In one embodiment, an author's input is filtered into terms that are capable of being used in a query of the social media knowledge store. For example, if the author types the phrase “hurricanes are predicted to cause severe damage to Florida this year” into an authoring tool, the phrase may be filtered to contain the terms “hurricane, predict, severe damage, Florida, this year” and topics that match that query and/or posts that contain those terms may be extracted as being more relevant. In another example, relevant information is extracted when an authoring tool opens, wherein the relevant information is a function of current popular topics in social media (e.g., topics being commonly written about at the time). Those of ordinary skill in the art will appreciate that many other forms of author input and/or behaviors in social media may be used to determine what is relevant. For example, an author may highlight a word or a group of words and information relating to those words may be extracted. Additionally, content posted in social media that has had a higher viewership in the last day, relative to the viewership of other content, may be extracted before author input is received.
At 106, the first set of relevant information extracted at 104 is translated into a first set of hints. The hints may provide context to the relevant information that has been extracted. For example, the hints may suggest: other sites that the author should link to; topics that the author should also include, or avoid; people/places that, when covered by social media content on the same topic, are received positively by the readership; and/or the approximate demographics of people participating in conversations about the topic.
At 108, the first set of hints is provided to the author to assist him/her in creating social media content. For example, the hints may be displayed in a pop-up box and/or displayed using some other sort of visual cue, such as an underlined term that may be focused on by the author (e.g., wherein the hint may be displayed when the author focuses on the term). Additionally, the author may select the hint and additional information about the hint (e.g., such as an explanation regarding the hint) may be displayed and/or the hint may be inserted into the content the author is creating. For example, the hint may relate to a term that is commonly used in social media rather than the term entered by the author, and the hinted-to term may replace the term entered by the author. It will be appreciated that this is different than a dictionary and/or a thesaurus, because it relies on social media, rather than a predetermined list of words, to provide the author with feedback. The exemplary method 100 ends at 110.
In one embodiment of method 100, the author inserts a reference URL into the content he/she is creating and the relevant information extracted includes posts in social media that contain the same URL and/or a similar reference (e.g., a different URL containing the similar subject matter).

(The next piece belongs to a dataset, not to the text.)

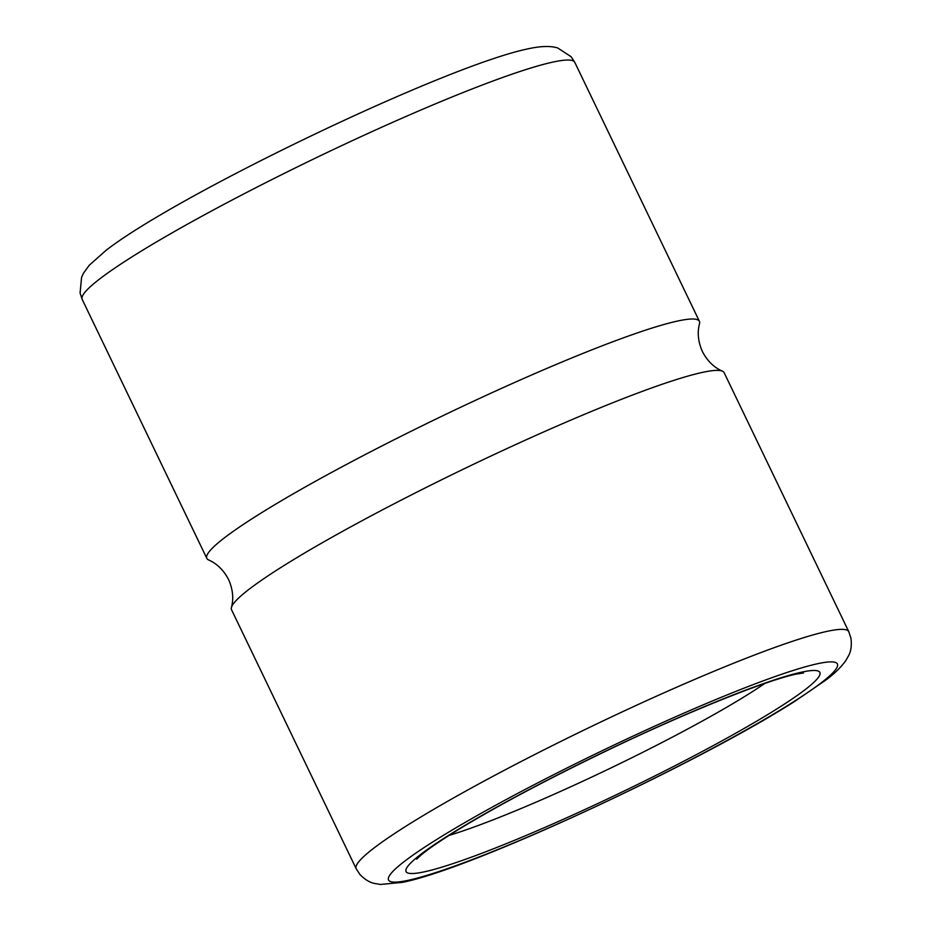 <?xml version="1.0" encoding="UTF-8"?>
<svg xmlns="http://www.w3.org/2000/svg" width="931" height="931" viewBox="0 0 931 931"><rect width="100%" height="100%" fill="white"/><g stroke="black" fill="none" stroke-linecap="round" stroke-linejoin="round"><path stroke-width="1.4" d="M231.447 607.478C233.809 598.528 232.855 589.218 228.584 579.559C223.696 570.203 217.016 563.651 208.556 559.903A273.33 26.173 -25.7 0 1 206.833 558.391A273.33 26.173 -25.7 0 1 396.234 438.687A273.33 26.173 -25.7 0 1 678.292 320.892A273.33 26.173 -25.7 0 1 699.414 321.323A273.33 26.173 -25.7 0 1 699.53 323.616C697.168 332.565 698.122 341.875 702.393 351.534C707.281 360.891 713.949 367.442 722.421 371.178A273.33 26.173 -25.7 0 1 724.143 372.703L848.781 631.672A273.33 26.173 -25.7 0 0 827.647 631.241A273.33 26.173 -25.7 0 0 545.589 749.036A273.33 26.173 -25.7 0 0 356.189 868.739L231.551 609.77A273.33 26.173 -25.7 0 1 231.447 607.478A273.33 26.173 -25.7 0 1 430.692 485.191A273.33 26.173 -25.7 0 1 703.01 372.272A273.33 26.173 -25.7 0 1 722.421 371.178M553.654 61.923A273.33 26.173 -25.7 0 1 574.788 62.354L571.134 56.721L557.844 48.051C554.946 47.016 546.032 44.851 528.599 48.726C448.23 64.833 180.346 192.926 106.122 250.276L89.19 265.323L83.511 273.19L81.591 277.252L80.078 293.056L82.196 299.421A273.33 26.173 -25.7 0 1 271.608 179.718A273.33 26.173 -25.7 0 1 553.654 61.923M818.116 663.605A249.031 23.845 -25.7 0 1 704.488 752.597A249.031 23.845 -25.7 0 1 407.825 880.389A249.031 23.845 -25.7 0 1 521.453 791.397A249.031 23.845 -25.7 0 1 818.116 663.605M764.817 683.447A205.32 19.667 -25.7 0 1 449.033 835.421M802.126 672.054A229.62 21.995 -25.7 0 1 697.354 754.11A229.62 21.995 -25.7 0 1 423.814 871.94A229.62 21.995 -25.7 0 1 528.587 789.884A229.62 21.995 -25.7 0 1 802.126 672.054M699.414 321.323L574.788 62.354M356.189 868.739L359.96 874.512C364.824 879.551 369.77 882.553 374.821 883.507L380.511 884.45L402.378 882.367C472.005 868.832 698.203 763.152 794.515 701.509L825.739 680.13C834.001 674.114 840.67 667.632 845.744 660.684L848.618 655.633C851.085 651.048 851.853 645.23 850.922 638.166L848.781 631.672M803.534 672.973L796.68 674.032C768.657 679.49 686.903 711.994 606.36 750.898C541.411 782.238 489.206 810.261 449.754 834.967C435.871 843.812 426.072 850.701 420.381 855.636L416.692 859.15M206.833 558.391L82.196 299.421"/></g></svg>

It will be understood in the art that a page pointed to by a URL may be extracted and analyzed using algorithms that detect keywords in the page. Additionally, similar references may also be detected as a function of keywords in the posts that cite the different URL (e.g., it is inferred that the URL is to a page relating to the keywords). Once this information is extracted, hints may provide the author with more salient references. For example, the hints may provide the author with other similar references that are receiving more attention (e.g. being cited more) in social media than the URL referenced in content the author is creating. This type of hint may, for example, allow the author to read the pages pointed to by the similar URLs and change the URL he/she references and/or the content the author is creating. In another example, the hints may provide the author with similar references that provide good comparative subject matter. The author may view the similar references and include content that tries to persuade his/her readers why those references should be ignored or are wrong, for example.
In another embodiment of method 100, similar to the previous embodiment, the relevant information extracted includes posts in social media that contain the same reference as the author is citing in his/her content and/or a similar reference. However, in this embodiment, the hints provide the author with URL metrics (e.g., by aggregating statistics of the posts). For example, the relevant information may be used to calculate the emotional charge of subject matter pointed to by the reference as a function of terms surrounding the references in the posts that contain the same reference and/or a similar reference. This may assist the author in determining whether or not to include the reference and/or what type of responses the author should expect to receive once the post is posted. In another example, the demographics of authors that have cited the same or similar reference are provided to the author creating the content. Using this information, for example, the author may be able to infer that most people that are commenting about this topic are 55-65 years old, so it is likely that readers 55-65 will be more interested in reading about the topic than, for example, 25-35 year olds. Therefore, if the author is trying to target a younger audience, the author may not want to include the reference and/or may want to change the topic of his/her post.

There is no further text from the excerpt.